Sappiamo che tipo di ecosistema incontrerà l’aragosta? Rischia di trovare suoi consimili oppure viene introdotto in un ambiente che ha un suo equilibrio senza quel tipo di predatore?
Che effetti avrà il nuovo inquilino nell’ambiente in cui è stato introdotto? Incontrerà un predatore dopo 10 minuti? Incontrerà un suo consimile liberato per emulazione poco distante? Metteranno su una famigliola felice?
Considerando che nessun essere vivente è “un’isola” ma si porta dietro batteri e altri microorganismi simbionti e parassiti, che effetto potrebbero avere questi ultimi nell’ecosistema in cui l’aragosta viene liberata?
Tartarughine infestanti
Tutto questo mi ricorda quello che accadde qualche decennio fa con le tartarughe d’acqua dolce brasiliane (Trachemys scripta), acquistabili per pochi spiccioli nei negozi di animali, premi viventi alle sagre, gioia di molti bambini che potevano avere un animale domestico non troppo impegnativo.
Poi arrivavano puntuali le vacanze. E chi può occuparsi della piccola Tarta mentre noi siamo via?

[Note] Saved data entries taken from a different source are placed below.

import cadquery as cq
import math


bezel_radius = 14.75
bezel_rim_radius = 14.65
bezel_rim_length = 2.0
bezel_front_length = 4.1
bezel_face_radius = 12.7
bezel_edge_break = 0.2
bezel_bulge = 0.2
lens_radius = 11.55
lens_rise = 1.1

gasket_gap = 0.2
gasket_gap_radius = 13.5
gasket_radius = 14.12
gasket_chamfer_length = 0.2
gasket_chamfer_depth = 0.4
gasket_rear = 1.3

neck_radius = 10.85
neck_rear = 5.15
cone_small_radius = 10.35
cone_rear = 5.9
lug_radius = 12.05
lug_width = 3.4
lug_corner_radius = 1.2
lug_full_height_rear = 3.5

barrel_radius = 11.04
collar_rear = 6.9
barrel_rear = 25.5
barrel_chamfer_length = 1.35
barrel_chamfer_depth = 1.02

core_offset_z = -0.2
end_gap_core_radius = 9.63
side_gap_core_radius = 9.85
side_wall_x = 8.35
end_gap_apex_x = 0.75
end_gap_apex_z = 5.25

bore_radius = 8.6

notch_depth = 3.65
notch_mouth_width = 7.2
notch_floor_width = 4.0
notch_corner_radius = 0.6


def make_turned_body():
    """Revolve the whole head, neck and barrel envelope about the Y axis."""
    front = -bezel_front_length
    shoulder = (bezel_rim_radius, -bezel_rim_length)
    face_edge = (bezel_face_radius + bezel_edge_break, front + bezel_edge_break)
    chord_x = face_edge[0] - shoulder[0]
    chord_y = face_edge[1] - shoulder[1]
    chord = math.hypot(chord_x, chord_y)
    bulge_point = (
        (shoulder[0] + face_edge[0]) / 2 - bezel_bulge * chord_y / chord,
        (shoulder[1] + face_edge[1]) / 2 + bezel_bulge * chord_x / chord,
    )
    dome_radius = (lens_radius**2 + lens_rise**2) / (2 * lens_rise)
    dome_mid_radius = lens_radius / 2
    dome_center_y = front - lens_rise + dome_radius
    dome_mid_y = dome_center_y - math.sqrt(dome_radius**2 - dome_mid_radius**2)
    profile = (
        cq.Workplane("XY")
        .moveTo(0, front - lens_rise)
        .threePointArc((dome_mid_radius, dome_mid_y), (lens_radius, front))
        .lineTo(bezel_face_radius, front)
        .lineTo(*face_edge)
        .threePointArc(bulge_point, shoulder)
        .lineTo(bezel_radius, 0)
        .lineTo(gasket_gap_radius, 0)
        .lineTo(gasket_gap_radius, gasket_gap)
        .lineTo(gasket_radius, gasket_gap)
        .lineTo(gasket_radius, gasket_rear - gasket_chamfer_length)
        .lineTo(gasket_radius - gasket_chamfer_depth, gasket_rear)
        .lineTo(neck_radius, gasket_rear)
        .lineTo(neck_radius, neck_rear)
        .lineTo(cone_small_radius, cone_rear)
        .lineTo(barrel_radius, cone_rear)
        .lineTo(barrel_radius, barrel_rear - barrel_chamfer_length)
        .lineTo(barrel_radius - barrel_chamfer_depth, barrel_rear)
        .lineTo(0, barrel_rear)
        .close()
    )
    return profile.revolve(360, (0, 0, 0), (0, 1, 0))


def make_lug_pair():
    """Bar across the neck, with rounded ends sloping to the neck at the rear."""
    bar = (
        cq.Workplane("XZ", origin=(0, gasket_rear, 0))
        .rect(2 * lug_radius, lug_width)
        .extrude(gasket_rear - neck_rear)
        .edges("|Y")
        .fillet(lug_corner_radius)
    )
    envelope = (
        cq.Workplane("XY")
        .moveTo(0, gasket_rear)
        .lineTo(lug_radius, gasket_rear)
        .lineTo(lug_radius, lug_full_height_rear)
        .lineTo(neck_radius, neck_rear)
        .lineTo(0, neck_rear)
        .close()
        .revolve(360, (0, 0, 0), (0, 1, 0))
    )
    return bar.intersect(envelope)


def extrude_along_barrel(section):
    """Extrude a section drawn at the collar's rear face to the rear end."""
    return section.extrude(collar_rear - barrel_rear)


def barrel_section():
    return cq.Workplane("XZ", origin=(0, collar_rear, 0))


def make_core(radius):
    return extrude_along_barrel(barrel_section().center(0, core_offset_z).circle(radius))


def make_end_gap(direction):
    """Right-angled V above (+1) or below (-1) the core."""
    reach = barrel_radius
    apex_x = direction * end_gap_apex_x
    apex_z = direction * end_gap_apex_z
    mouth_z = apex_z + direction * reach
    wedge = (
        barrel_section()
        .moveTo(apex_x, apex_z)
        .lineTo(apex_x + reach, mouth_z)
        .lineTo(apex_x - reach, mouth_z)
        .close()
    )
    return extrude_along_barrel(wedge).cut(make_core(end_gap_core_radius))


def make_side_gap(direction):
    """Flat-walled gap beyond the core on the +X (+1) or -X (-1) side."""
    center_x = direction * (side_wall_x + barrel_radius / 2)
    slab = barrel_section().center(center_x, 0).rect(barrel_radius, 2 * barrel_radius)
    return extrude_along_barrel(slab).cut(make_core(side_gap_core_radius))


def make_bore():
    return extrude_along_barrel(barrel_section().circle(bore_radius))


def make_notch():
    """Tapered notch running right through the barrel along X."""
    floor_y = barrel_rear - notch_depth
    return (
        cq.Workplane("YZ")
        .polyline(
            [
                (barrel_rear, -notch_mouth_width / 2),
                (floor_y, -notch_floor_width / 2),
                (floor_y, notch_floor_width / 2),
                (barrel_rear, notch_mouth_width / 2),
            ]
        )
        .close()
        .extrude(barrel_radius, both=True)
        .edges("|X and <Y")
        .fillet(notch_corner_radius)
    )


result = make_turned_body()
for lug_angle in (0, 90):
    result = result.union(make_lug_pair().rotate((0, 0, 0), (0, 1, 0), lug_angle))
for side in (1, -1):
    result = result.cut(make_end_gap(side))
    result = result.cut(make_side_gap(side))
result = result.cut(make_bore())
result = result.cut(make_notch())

Forse è molto meglio lasciarla libera nel laghetto o nel canale vicino a casa. Lì avrà un sacco di pesciolini da mangiare e di posti dove prendere il sole.
Oggi Trachemys scripta è una delle specie aliene più invasive delle nostre acque dolci.
La sensibilità e l’empatia verso gli altri esseri viventi sono sentimenti nobili, nulla da dire. Va però ricordato che non sempre le azioni eroiche, teatrali, dal facile consenso sono anche quelle più utili.
Perché fare il gesto e poi girarsi, senza curarsi di ciò che accade sotto la superficie dell’acqua, può far bene alla nostra coscienza per un po’, ma lì sotto non c’è Sebastian che canta “in fondo al mar”. Lì sotto ci sono ecosistemi, equilibri, lotte.
Pensare
Vogliamo far cessare la pratica della bollitura a vivo dei crostacei? Smettiamo di ordinarli nei ristoranti.
Vogliamo far del bene all’ambiente? Non prendiamo iniziative e fermiamoci un attimo, solo un attimo, per pensare. Anche se questo dovesse far perdere slancio al gesto eroico.